Let $j: M\hookrightarrow\mathbb{R}^n$ denote the embedding of $M$. Your path defines a smooth homotopy $h: M\times [0,1]\to \mathbb{R}^n$ given by $h(x,t) = j(x)+a(t)$, and the assumption is that each $h_t = h(-,t): M\to \mathbb{R}^n$ is transverse to $N\subseteq \mathbb{R}^n$.
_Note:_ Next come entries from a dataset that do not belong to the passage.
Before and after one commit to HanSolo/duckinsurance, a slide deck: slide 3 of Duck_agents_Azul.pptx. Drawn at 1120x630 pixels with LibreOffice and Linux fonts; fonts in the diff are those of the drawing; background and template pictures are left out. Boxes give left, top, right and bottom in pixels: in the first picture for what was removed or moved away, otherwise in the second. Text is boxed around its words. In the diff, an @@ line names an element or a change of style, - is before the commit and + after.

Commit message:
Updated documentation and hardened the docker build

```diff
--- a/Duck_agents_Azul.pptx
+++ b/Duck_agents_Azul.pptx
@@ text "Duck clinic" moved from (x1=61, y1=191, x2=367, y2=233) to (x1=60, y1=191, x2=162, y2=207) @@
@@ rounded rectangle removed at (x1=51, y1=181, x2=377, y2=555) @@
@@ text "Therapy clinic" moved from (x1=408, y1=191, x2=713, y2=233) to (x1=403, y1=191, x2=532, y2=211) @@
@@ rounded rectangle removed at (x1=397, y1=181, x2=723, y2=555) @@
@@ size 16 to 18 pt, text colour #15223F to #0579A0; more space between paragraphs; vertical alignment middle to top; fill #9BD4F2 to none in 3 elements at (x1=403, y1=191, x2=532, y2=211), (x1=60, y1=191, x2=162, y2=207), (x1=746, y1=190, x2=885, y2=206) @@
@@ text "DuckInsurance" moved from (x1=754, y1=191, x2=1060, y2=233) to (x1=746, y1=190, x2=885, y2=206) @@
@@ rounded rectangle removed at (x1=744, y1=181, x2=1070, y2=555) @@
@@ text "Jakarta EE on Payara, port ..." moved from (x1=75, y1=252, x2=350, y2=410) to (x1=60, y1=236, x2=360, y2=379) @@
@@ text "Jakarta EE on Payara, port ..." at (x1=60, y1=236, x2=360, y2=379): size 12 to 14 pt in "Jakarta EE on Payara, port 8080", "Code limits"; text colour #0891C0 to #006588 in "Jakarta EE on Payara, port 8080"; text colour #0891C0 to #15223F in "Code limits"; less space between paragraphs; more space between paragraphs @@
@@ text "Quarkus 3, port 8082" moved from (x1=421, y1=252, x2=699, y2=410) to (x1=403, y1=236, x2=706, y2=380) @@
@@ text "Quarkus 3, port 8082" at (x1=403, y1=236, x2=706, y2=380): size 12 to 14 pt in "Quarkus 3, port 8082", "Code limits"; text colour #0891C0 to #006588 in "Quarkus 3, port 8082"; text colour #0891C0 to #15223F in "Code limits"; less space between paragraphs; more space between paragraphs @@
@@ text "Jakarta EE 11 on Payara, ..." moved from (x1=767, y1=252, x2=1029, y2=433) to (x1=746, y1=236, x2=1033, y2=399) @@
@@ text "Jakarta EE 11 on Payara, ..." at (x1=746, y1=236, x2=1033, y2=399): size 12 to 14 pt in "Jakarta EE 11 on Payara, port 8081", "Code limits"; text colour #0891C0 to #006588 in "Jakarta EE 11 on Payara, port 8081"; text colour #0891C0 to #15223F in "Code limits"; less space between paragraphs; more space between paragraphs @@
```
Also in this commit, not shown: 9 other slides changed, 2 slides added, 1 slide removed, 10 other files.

This assumption implies firstly that $h$ is transverse to $N$, and therefore that $W:=h^{-1}(N)\subseteq M\times [0,1]$ is a cobordism between $h_0^{-1}(N)=(M+a(0))\cap N$ and $h_1^{-1}(N)=(M+a(1))\cap N$ (cf. the Pontryagin-Thom construction). However, it is much stronger than that. These kinds of transverse homotopies have been studied by Jon Woolf and his collaborators (see http://uk.arxiv.org/abs/0910.3322, for example). The key observation is that, under these conditions, the map $W\subseteq M\times [0,1]\to [0,1]$ which projects onto the interval has no critical points (see http://uk.arxiv.org/abs/0910.3322 Theorem 2.3, which is about maps transversal to stratifications but the same reasoning applies to maps transversal to submanifolds). Therefore $W$ is a trivial cobordism, and the two ends are homeomorphic (this uses the ideas of Morse theory).

I guess this could be better explained. The slides here http://pcwww.liv.ac.uk/~jonwoolf/Slides/belfast-talk.pdf might be helpful.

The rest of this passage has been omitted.